Трое!

Что, мама?!

Жена Мозеля не ответила, только ахнула еще раз – и побежала, побежала, побежала опять, сперва перескакивая ступеньки, потом по галерейке и дальше – проулком, кривым, как судьба, еще одним, таким же коротким и страшным, потом по тракту, дальше, дальше – белесые растрепанные волосы, белесые остановившиеся глаза, так и не перевела дух до самого Ревеля и только всё прятала на груди головку Георга, тяжеленького, теплого, – не смотри, сынок, не смотри.

Но он все равно смотрел – и навсегда запомнил страшное дивное сияние снега и огненное закатное небо, прошитое колокольным гулом и торжественным вороньем.

В Ревеле мать наконец остановилась и в три дня умерла – будто опомнилась. Георга забрал проезжий вестфальский купец, рыжий, толстый, важный. Завернул в шубу и увез, прижав к огромному, как будто даже жидкому пузу, прочь, прочь от Ливонской войны, от Руси, – держись от московитов подальше, сынок, дикий народишко, дикий и трусливый, они все рабы своего царя, и царь у них такой же – настоящий зверь.

Под шубой стояла плотная, кислая вонь, от которой слезились глаза, Георг задыхался, а купец все бубнил и бубнил, гудел гулким брюхом в самое ухо. С каждой верстой становилось теплее и грязнее, они въезжали в весну, вползали в нее – медленно, неотвратимо, как будто мир действительно оттаивал, отдаляясь от Москвы. Полозья сперва стали застревать, потом заскреблись жалко, как зазябшая собака под дверью, и наконец под ногами застучали, мягко переваливаясь, колёса. Снег, долго-долго слабевший, исчез вовсе, словно его и не было. Георгу это не понравилось, он завозился, попытался пожаловаться – но не смог.

Да и купец все равно никого, кроме себя, не слушал.
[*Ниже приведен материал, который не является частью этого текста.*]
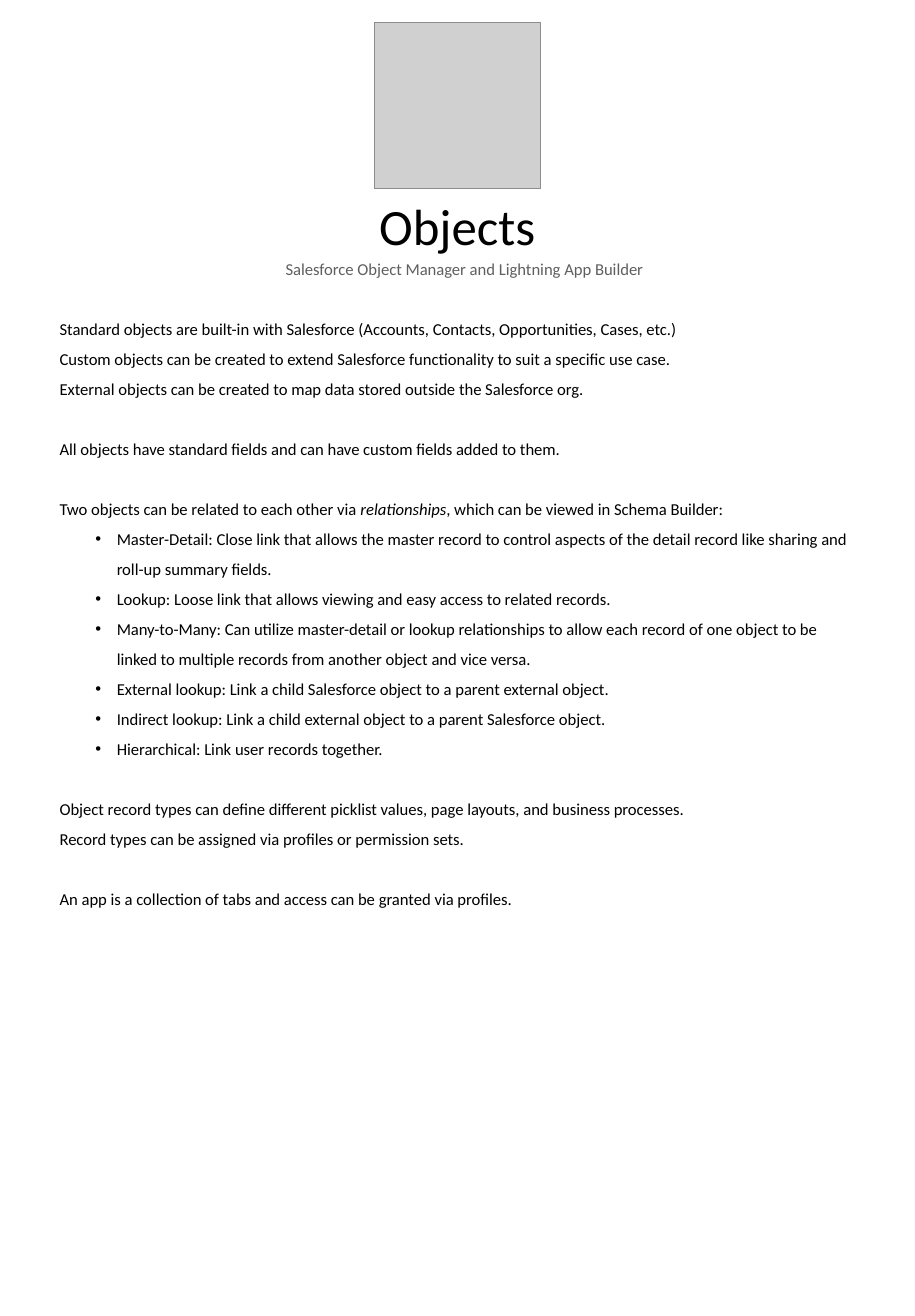
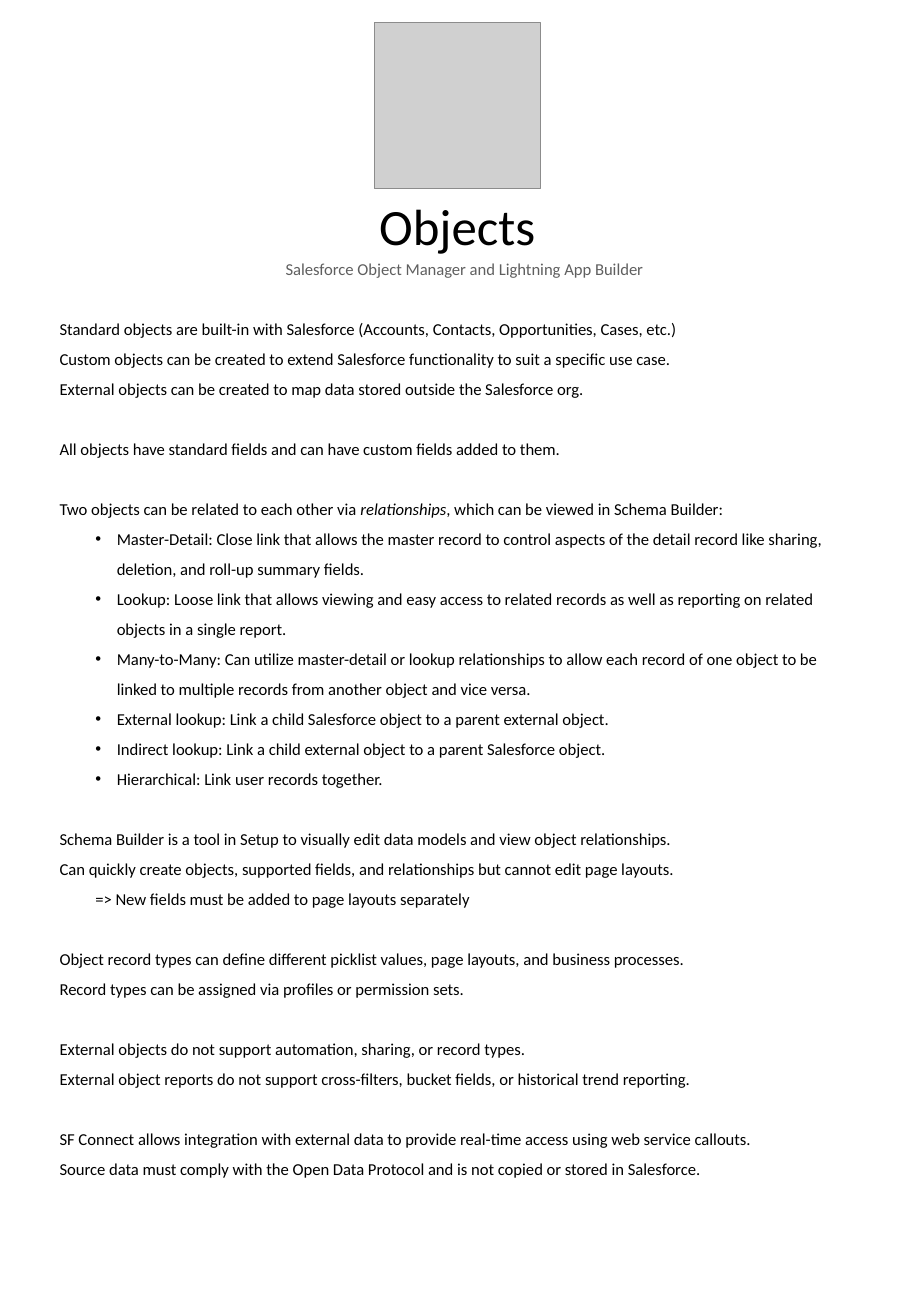
Before and after one commit to noahbaculi/salesforcegalaxy, a slide deck: slide 1 of data/admin/objects/pages.pptx. Drawn at 915x1316 pixels with LibreOffice and Linux fonts; fonts in the diff are those of the drawing; grey boxes stand for pictures. Boxes give left, top, right and bottom in pixels: in the first picture for what was removed or moved away, otherwise in the second. Text is boxed around its words. In the diff, an @@ line names an element or a change of style, - is before the commit and + after.

Commit message:
Updated admin objects lesson, added app builder data modeling lesson, and added app builder fundamentals lesson links.

```diff
--- a/data/admin/objects/pages.pptx
+++ b/data/admin/objects/pages.pptx
@@ text at box(117, 533, 822, 638): text changed @@
-    • Master-Detail: Close link that allows the master record to control aspects of the detail record like sharing and roll-up summary fields.
-    • Lookup: Loose link that allows viewing and easy access to related records.
+    • Master-Detail: Close link that allows the master record to control aspects of the detail record like sharing, deletion, and roll-up summary fields.
+    • Lookup: Loose link that allows viewing and easy access to related records as well as reporting on related objects in a single report.
@@ text at box(60, 833, 673, 908): paragraphs added @@
+  Schema Builder is a tool in Setup to visually edit data models and view object relationships.
+  Can quickly create objects, supported fields, and relationships but cannot edit page layouts.
+    => New fields must be added to page layouts separately
@@ text at box(60, 1043, 751, 1178): text changed @@
-  An app is a collection of tabs and access can be granted via profiles.
+  External objects do not support automation, sharing, or record types.
+  External object reports do not support cross-filters, bucket fields, or historical trend reporting.
+  SF Connect allows integration with external data to provide real-time access using web service callouts.
+  Source data must comply with the Open Data Protocol and is not copied or stored in Salesforce.
```
Also in this commit, not shown: 2 other slides changed, 8 other files.

Вестфальская земля оказалась зеленой, кудрявой, и даже птицы тут не орали, а звучали – торжественно, радостно, слаженно, как орга́н. Невидимая точка на горизонте, к которой Георг с купцом стремились, обрела наконец очертания, словно сбывающаяся мечта: темная, самую малость зачерствевшая стена, два собора, острая геометрия крыш. Город все наплывал, наплывал, потом глуховатый стук колес сменился грохотом, и повозка въехала на центральную площадь.

Везель, – объявил купец торжественно и поставил Георга на брусчатку. Мальчик закинул голову – небо было безоблачное, яркое и совершенно пустое. Вкусно пахло горячим хлебом с анисом и кориандром, сытостью, свежей грязью и таким же сытным, свежим, парны́м дерьмом. У са́мого соборного шпиля болталась клетка, в ней дотлевало какое-то умертвие.

Георг зажмурился.

Всегда уповай на Господа, сынок, – назидательно прогудел купец, подбирая поводья. – Держись только своих. И помни, что ты – свободный гражданин свободного города.

Георг кивнул и зажмурился еще крепче. За долгую дорогу он завшивел, отощал и разучился плакать. Своих у него больше не было. Совсем.

Купец, довольный, что развязался с богоугодной обузой, причмокнул, лошадь дернула мохнатой спиной, и через несколько минут от прошлого Георга не осталось даже грохота.

С-своб-бодный, – попробовал повторить он, но не смог. Звуки стали густыми, вязкими, налипли на нёбо, как вишневый клей. Отец учил его есть вишневый клей. В Москве. У них был свой сад. И вишни.

Всё, что Георг хотел, – вернуться домой.

Когда он в следующий раз открыл глаза, то снова увидел снег. И Москву. У ног Георга стояла лекарская сумка.

По величанию как?

Двадцать пять лет. Худой, как отец, такой же упрямый. Правда, уже не такой же кудрявый. Темя словно обглодало – временем, ветром, и макушка торчала – голая, беспомощная, розовая. У отца не так было. Он подбрасывал Георга – высоко-высоко, сажал на плечи. И макушка у него была кудрявая, плотная, как руно.